The Shared Nothing revolution got to a full swing, and formalized in various best-practice architectures that span the whole application stack, not just the web-server front end. These architectures rely on distributing both load and risk of failure; rather than a single big, expensive server, many small cheap and coordinated ones are used. If more capacity is required, more (small & cheap) servers are added, to match the load.  If one machine fails, the load is redistributed among the surviving. If data is persisted, its never on just one node, it's replicated to a redundant one.
These principles obviously add various complexities (e.g. the CAP Theorem, which captures succinctly the available trade-offs.  Consistency, Availability or Performance - you can have any 2, but not all 3 in any solution). But they provide benefits too (below)

Enter cloud.
If your application has followed the architecture evolution curve, the cloud is your friend.
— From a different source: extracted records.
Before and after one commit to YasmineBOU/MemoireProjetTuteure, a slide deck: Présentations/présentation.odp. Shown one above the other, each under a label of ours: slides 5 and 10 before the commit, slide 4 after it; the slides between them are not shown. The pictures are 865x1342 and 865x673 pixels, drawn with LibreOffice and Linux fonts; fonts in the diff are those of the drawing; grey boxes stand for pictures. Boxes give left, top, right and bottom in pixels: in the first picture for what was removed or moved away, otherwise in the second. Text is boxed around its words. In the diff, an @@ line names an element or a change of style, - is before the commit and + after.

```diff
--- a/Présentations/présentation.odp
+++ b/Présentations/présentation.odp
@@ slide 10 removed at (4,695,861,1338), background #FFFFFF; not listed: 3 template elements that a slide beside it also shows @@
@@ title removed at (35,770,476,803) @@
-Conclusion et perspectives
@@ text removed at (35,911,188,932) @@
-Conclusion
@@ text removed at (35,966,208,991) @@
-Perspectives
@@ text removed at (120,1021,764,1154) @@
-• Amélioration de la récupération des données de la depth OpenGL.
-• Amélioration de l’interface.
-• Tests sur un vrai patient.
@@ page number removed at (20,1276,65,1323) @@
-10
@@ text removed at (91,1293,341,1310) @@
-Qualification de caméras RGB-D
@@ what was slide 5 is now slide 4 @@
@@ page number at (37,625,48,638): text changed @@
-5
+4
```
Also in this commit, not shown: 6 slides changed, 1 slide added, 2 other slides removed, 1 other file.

You can scale out as load increases, and obviously, pay for just the capacity you need.  Amazon goes so far as providing  guides (pdf) on how to optimize both your architecture and your cost.

But what if your application is still in the stone age? What if you're application is designed to run on a single server, but you still want to use the cloud?

  • If you need more capacity, you need to resize your server to the next size. Based on published pricing, every step up is pretty painful ($/hr) 0.5, 1.00, 2.00 and on. If your app was scaling out, you'd go from 1$ to 1.5$ rather than 2$.
  • If your provider decided to reboot your instance, you'd be scrambling to stand up another server, where they're not being rebooted (andyou probably didn't really build deployment automation, did you?) and then take care of the plumbing (move IP's or update DNS and all that fun). With an evolved architecture, you'd care about a few of your instances, but just to the extent that not all of the instances for the same function will be restarted at the same time. Your auto-scaling infrastructure could potentially just make magic happen
  • That availability figure (99.95% for amazon) could actually get put to practice and you hit that 0.05% chance. Those 3.6 hours a month or that day and a half a year hits and you're server goes puff....together with your app. The refrain is probably familiar by now, so I won't repeat it a 3 time.
While these are obviously risks present in your own data center, not just in the cloud, they're out of your control in the cloud.
The take away is probably pretty clear - but I like to be explicit. To be happy and prosperous in the cloud, you have to evolve, and forget about your traditional notions of HA.